Molly Smith, Arena Stage’s artistic director, was drinking coffee and reading the newspaper at home in early May, taking in stories about life during the pandemic.
Coronavirus had shut down much of D.C. nearly two months before, and Smith was thinking about creative ways to move the theater’s programming online. That day, while reading, an idea struck her.
“Newspapers do a really good job of this, where they just will crystalize a moment in time,” says Smith. She decided to attempt to do the same thing through film.
“I wanted to stamp the time,” she says. “This is what we were thinking in this moment.” After consulting deputy artistic director Seema Sueko, they decided to go for it.
This weekend, Arena Stage will release its first film, titled May 22, 2020, which documents ten stories from locals about life during the crisis. The film will first premiere as part of the company’s new Supper Club on Friday, June 12, which allows participants at home to enjoy meals delivered from local restaurants while they watch, before its world premiere at 12 p.m. on Saturday.
The 55-minute film will be available for free via Arena Stage’s website and YouTube channel.
The movie is one of two films Arena Stage will release at part of its spring/summer 2020 season, with a slate of virtual programming including master classes, the company’s weekly in-conversation series called “Molly’s Salon,” and an upcoming artists marketplace, which expected to launch this month and will allow patrons to commission or buy goods—including paintings, special live performances, and more—from artists and artisans who have worked with Arena Stage.
A second movie, Inside Voices: a film by Arena Stage’s Voices of Now ensembles, features more than 120 student artists in Arena Stage’s drama program, Voices of Now, and will premiere on June 19.

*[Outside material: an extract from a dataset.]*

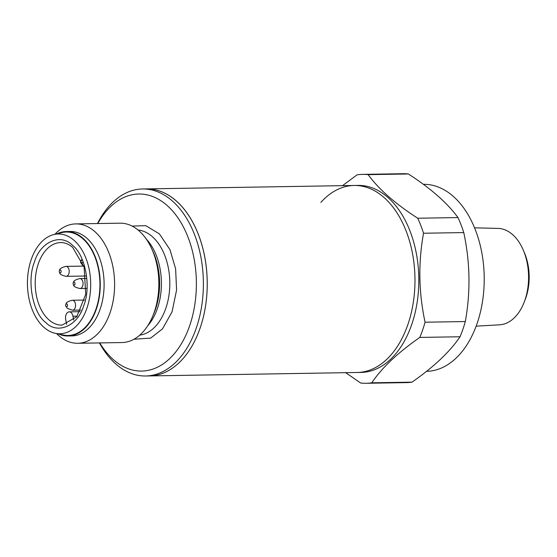<?xml version="1.0" encoding="UTF-8"?>
<svg xmlns="http://www.w3.org/2000/svg" width="557" height="557" viewBox="0 0 557 557"><rect width="100%" height="100%" fill="white"/><g stroke="black" fill="none" stroke-linecap="round" stroke-linejoin="round"><path stroke-width="0.84" d="M99.445 342.924A93.52 59.279 -90.9 0 0 115.849 364.006A93.52 59.279 -90.9 0 0 145.635 375.989L149.478 375.926A93.52 59.279 -90.9 0 0 200.067 328.219A93.52 59.279 -90.9 0 0 146.38 188.907L354.12 185.467A93.52 59.279 -90.9 0 0 320.867 202.414M354.12 185.467L357.963 185.404A93.52 59.279 -90.9 0 1 411.651 324.717A93.52 59.279 -90.9 0 1 361.061 372.424L357.218 372.487A93.52 59.279 -90.9 0 0 407.808 324.78A93.52 59.279 -90.9 0 0 354.12 185.467A93.52 59.279 -90.9 0 1 407.808 324.78A93.52 59.279 -90.9 0 1 357.218 372.487L149.478 375.926A93.52 59.279 -90.9 0 0 205.589 305.619A93.52 59.279 -90.9 0 0 176.158 200.889A93.52 59.279 -90.9 0 0 146.38 188.907L142.536 188.976A93.52 59.279 -90.9 0 0 97.468 223.552M345.66 372.675L360.671 383.021A104.465 66.213 -90.9 0 0 366.13 383.286L406.366 382.617A104.465 66.213 -90.9 0 0 411.971 382.151C433.771 367 449.798 351.871 460.04 336.762L419.804 337.424A104.465 66.213 -90.9 0 0 422.638 329.995A104.465 66.213 -90.9 0 0 425.068 322.211L465.311 321.549C470.665 291.952 470.15 262.291 463.765 232.575A104.465 66.213 -90.9 0 0 457.972 217.564C447.32 202.957 430.784 188.426 408.365 173.979A104.465 66.213 -90.9 0 0 402.906 173.714L362.67 174.383A104.465 66.213 -90.9 0 0 357.065 174.849L342.506 185.662M463.765 232.575L423.529 233.237C418.175 262.834 418.69 292.495 425.068 322.211M423.529 233.237A104.465 66.213 -90.9 0 0 417.736 218.233L457.972 217.564M408.365 173.979L368.128 174.647C378.823 189.289 395.359 203.813 417.736 218.233M368.128 174.647A104.465 66.213 -90.9 0 0 362.67 174.383M460.04 336.762A104.465 66.213 -90.9 0 0 462.881 329.333A104.465 66.213 -90.9 0 0 465.311 321.549M426.53 371.338A93.52 59.279 -90.9 0 0 477.05 323.638A93.52 59.279 -90.9 0 0 423.376 184.325M476.144 326.158L499.587 324.822A48.236 30.572 -90.9 0 0 524.283 301.943A48.236 30.572 -90.9 0 0 524.896 300.244A48.236 30.572 -90.9 0 0 523.427 250.441A48.236 30.572 -90.9 0 0 497.993 228.398L474.515 227.834M524.283 301.943L525.335 299.186A43.105 27.321 -90.9 0 0 525.885 297.668A43.105 27.321 -90.9 0 0 524.569 253.163L523.427 250.441M366.13 383.286A104.465 66.213 -90.9 0 0 371.735 382.812L411.971 382.151M419.804 337.424C398.004 352.574 381.977 367.704 371.735 382.812M77.75 343.279L121.99 342.548A59.696 37.841 -90.9 0 0 152.569 316.55A59.696 37.841 -90.9 0 0 154.282 312.101A59.696 37.841 -90.9 0 0 151.441 248.15A59.696 37.841 -90.9 0 0 139.02 230.828A59.696 37.841 -90.9 0 0 120.013 223.176L75.773 223.907A59.696 37.841 89.1 0 1 94.781 231.559A59.696 37.841 89.1 0 1 113.565 298.406A59.696 37.841 89.1 0 1 77.75 343.279A59.696 37.841 89.1 0 1 58.743 335.634A59.696 37.841 89.1 0 1 56.591 333.601M57.065 233.766A52.233 33.107 89.1 0 1 66.276 231.531L70.126 231.468A52.233 33.107 89.1 0 1 86.76 238.159A52.233 33.107 89.1 0 1 103.191 296.651A52.233 33.107 89.1 0 1 71.853 335.92L68.01 335.982A52.233 33.107 89.1 0 1 58.729 334.054M66.276 231.531A52.233 33.107 89.1 0 1 82.909 238.222A52.233 33.107 89.1 0 1 99.348 296.714A52.233 33.107 89.1 0 1 68.01 335.982M132.12 226.086L145.739 225.648L159.406 233.884L169.955 249.627L175.622 268.787L176.576 290.058L172.078 311.732L162.588 328.762L150.669 338.099L133.993 339.241M99.773 342.917A88.549 56.125 -90.9 0 0 113.51 359.738A88.549 56.125 -90.9 0 0 189.603 325.915A88.549 56.125 -90.9 0 0 166.968 205.352A88.549 56.125 -90.9 0 0 97.802 223.545M145.635 375.989A93.52 59.279 -90.9 0 0 201.745 305.682A93.52 59.279 -90.9 0 0 172.315 200.952A93.52 59.279 -90.9 0 0 142.536 188.976M53.681 234.601L61.555 232.652A51.738 32.793 89.1 0 1 82.763 238.654A51.738 32.793 89.1 0 1 98.401 300.188A51.738 32.793 89.1 0 1 63.254 335.022L55.31 333.33A49.893 31.624 89.1 0 1 44.003 327.384A49.893 31.624 89.1 0 1 27.85 275.047A49.893 31.624 89.1 0 1 53.681 234.601A49.893 31.624 89.1 0 1 74.123 240.394A49.893 31.624 89.1 0 1 89.211 299.736A49.893 31.624 89.1 0 1 55.31 333.33M45.702 322.482C32.793 313.131 26.701 280.707 34.381 262.208C40.104 241.996 60.581 232.889 72.431 245.296C85.332 254.64 91.425 287.071 83.745 305.57C78.022 325.782 57.552 334.889 45.702 322.482M67.007 304.025A1.49 0.947 89.1 0 1 67.39 306.058A1.49 0.947 89.1 0 1 66.109 306.622A1.49 0.947 89.1 0 1 65.663 305.765A1.49 0.947 89.1 0 1 65.649 304.909A1.49 0.947 89.1 0 1 67.007 304.025M74.903 284.369A1.49 0.947 89.1 0 1 73.984 285.128A1.49 0.947 89.1 0 1 73.169 284.084A1.49 0.947 89.1 0 1 73.155 283.228A1.49 0.947 89.1 0 1 73.239 282.907A1.49 0.947 89.1 0 1 74.52 282.343A1.49 0.947 89.1 0 1 74.903 284.369M82.499 262.326A1.49 0.947 89.1 0 1 81.127 263.259A1.49 0.947 89.1 0 1 80.674 262.403A1.49 0.947 89.1 0 1 80.661 261.546A1.49 0.947 89.1 0 1 81.747 260.495M61.033 272.192A1.49 0.947 89.1 0 1 60.114 272.944A1.49 0.947 89.1 0 1 59.3 271.9A1.49 0.947 89.1 0 1 59.286 271.043A1.49 0.947 89.1 0 1 59.369 270.73A1.49 0.947 89.1 0 1 60.65 270.159A1.49 0.947 89.1 0 1 61.033 272.192M66.61 324.348L65.684 319.44A5.967 3.781 89.1 0 1 69.214 311.85A5.967 3.781 89.1 0 1 72.939 316.209L77.242 316.132M73.67 320.08L72.939 316.209M54.948 234.288A59.696 37.841 89.1 0 1 75.773 223.907M146.303 239.106A52.727 33.427 89.1 0 1 147.737 325.761M152.569 316.55L153.92 313.375A54.189 34.346 -90.9 0 0 155.473 309.33A54.189 34.346 -90.9 0 0 152.89 251.284L151.441 248.15M139.786 335.14A52.727 33.427 -90.9 0 0 145.92 333.371A52.727 33.427 -90.9 0 0 169.641 288.881A52.727 33.427 -90.9 0 0 152.305 236.641A52.727 33.427 -90.9 0 0 138.045 229.992M48.912 319.843A41.288 26.172 89.1 0 1 35.92 273.612A41.288 26.172 89.1 0 1 60.692 242.567C64.8 242.476 68.831 244.119 72.765 247.496L84.128 267.242L85.729 294.298L76.748 316.773L62.057 325.135A41.288 26.172 89.1 0 1 48.912 319.843M65.649 304.909C66.617 304.178 64.278 302.263 72.326 300.251A4.971 3.154 89.1 0 1 73.907 300.891A4.971 3.154 89.1 0 1 75.181 307.666A4.971 3.154 89.1 0 1 72.487 310.2L80.946 310.061M73.155 283.228L73.287 282.726C73.385 280.972 75.564 279.586 79.832 278.57A4.971 3.154 89.1 0 1 82.687 285.978A4.971 3.154 89.1 0 1 79.999 288.519L86.342 288.415M59.286 271.043L59.418 270.542C59.515 268.787 61.702 267.409 65.963 266.385A4.971 3.154 89.1 0 1 68.824 273.8A4.971 3.154 89.1 0 1 66.13 276.335L85.91 276.007M72.487 310.2L67.341 308.362L65.663 305.765M72.326 300.251L84.58 300.049M73.169 284.084C74.165 284.787 71.888 286.778 79.999 288.519M79.832 278.57L86.182 278.465M83.752 265.954L82.359 265L80.674 262.403M80.661 261.546L81.447 259.813M59.3 271.9C60.295 272.603 58.019 274.594 66.13 276.335M65.963 266.385L83.794 266.093M80.111 311.676L69.214 311.85"/></g></svg>

For May 22, Smith enlisted the help of 10 playwrights, including Randy Baker, the co-artistic director of H Street NE’s Rorschach Theater, local dramatist Karen Zacarías, Aaron Posner, and others, who interviewed 10 Washingtonians between the ages of 18 and 89 on that same date in late May and asked them about life during the pandemic.
Given the short turnaround, Smith asked the playwrights to seek out people they knew who are good storytellers and might be willing to participate, but then had one of the other playwrights to conduct the interviews to maintain what Smith calls a “journalistic coolness” between the writer and subject.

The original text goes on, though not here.